Lu Ten’s brows furrowed. “My father wouldn’t say much. Zuko even less.”
Of all the times for her brother to learn how to hold his tongue.
“She killed my father, and she tried to kill me,” Azula said. She made herself go stone faced; the smell of burning meat abruptly overpowered the sickly sweet scent of Lu Ten’s pipe. “But… I haven’t told anyone everything she did. Not even grandfather. Maybe he knows I’m holding something back. Maybe that’s why he wanted me to visit you, before she’s executed tonight.” To her horror, her voice wavered; she needed to get through this. She needed to convince him.
“What did she do, Azula?”
“I don’t want them to think she’s even more of a traitor than they thought,” Azula said. Her throat was closing up. Her eyes were burning. She used to be such a gifted liar. What was wrong with her?

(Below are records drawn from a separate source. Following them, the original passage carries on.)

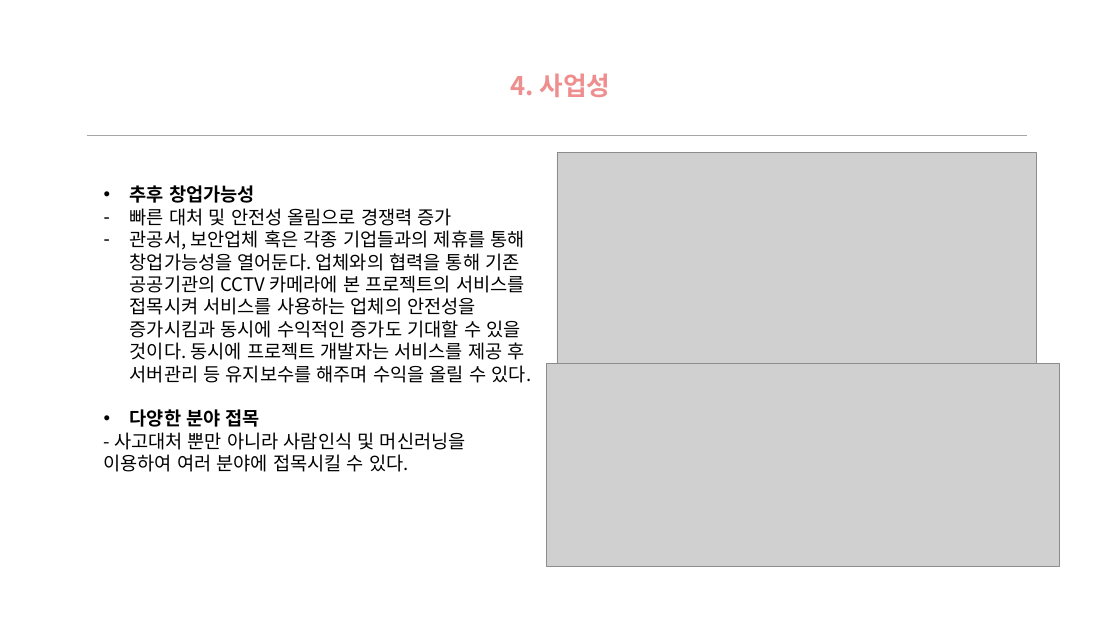
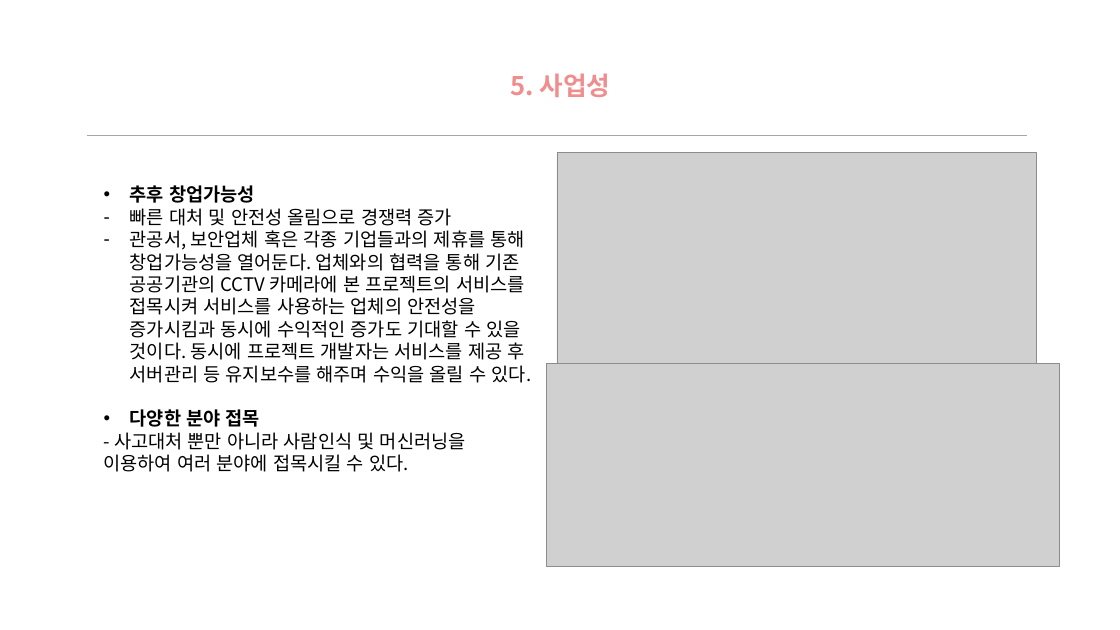
Before and after one commit to jinujeon/ICE_CAP, a slide deck: slide 7 of Docs/제안서_EDUM.pptx. Drawn at 1120x630 pixels with LibreOffice and Linux fonts; fonts in the diff are those of the drawing; grey boxes stand for pictures; background and template pictures are left out. Boxes give left, top, right and bottom in pixels: in the first picture for what was removed or moved away, otherwise in the second. Text is boxed around its words. In the diff, an @@ line names an element or a change of style, - is before the commit and + after.

```diff
--- a/Docs/제안서_EDUM.pptx
+++ b/Docs/제안서_EDUM.pptx
@@ text at (510, 73, 611, 97): text changed @@
-4. 사업성
+5. 사업성
```
Also in this commit, not shown: 1 other slide changed.

Lu Ten, with a groan of pain and effort, leaned forward enough that his forehead nearly brushed hers. “Azula. You need to tell me.”
“…I read one of mother’s letters in the aviary before her ladies in waiting got there.” The lie was like sand in her throat. The smell of cooking meat was growing stronger. “And then, while I was waiting for uncle's response, I read more. She was corresponding… conspiring with an organization called the White Lotus. To kill you. To topple the Fire Nation.”
This was the most unbelievable lie she’d ever told, including the one about the 400 foot tall purple platypus bear with pink horns and silver wings. She wouldn’t even be able to trick Zuko, much less that damned Earthbender or her cousin. This was a disaster.
“Why wouldn’t you tell anyone?!” Lu Ten asked. Of course, he was seeing right through her.
“I don’t know who I can trust,” Azula said, her voice breaking around the lump in her throat. She turned, finally unable to resist looking, and instead of Ozai burning, it was Ursa, her eyes full of tears. “They have agents in our nation, in our family, Lu Ten, and grandfather is so old. He’ll die soon whether they kill him or not. I don’t know how to save our nation.” Something hot and wet streaked down her face. “I’m scared I won’t be able to.”
“Azula.”
She couldn’t look away from the burning apparition.
“Azula.”
Through a throat full of ash, it rasped, “I love you, Azula.”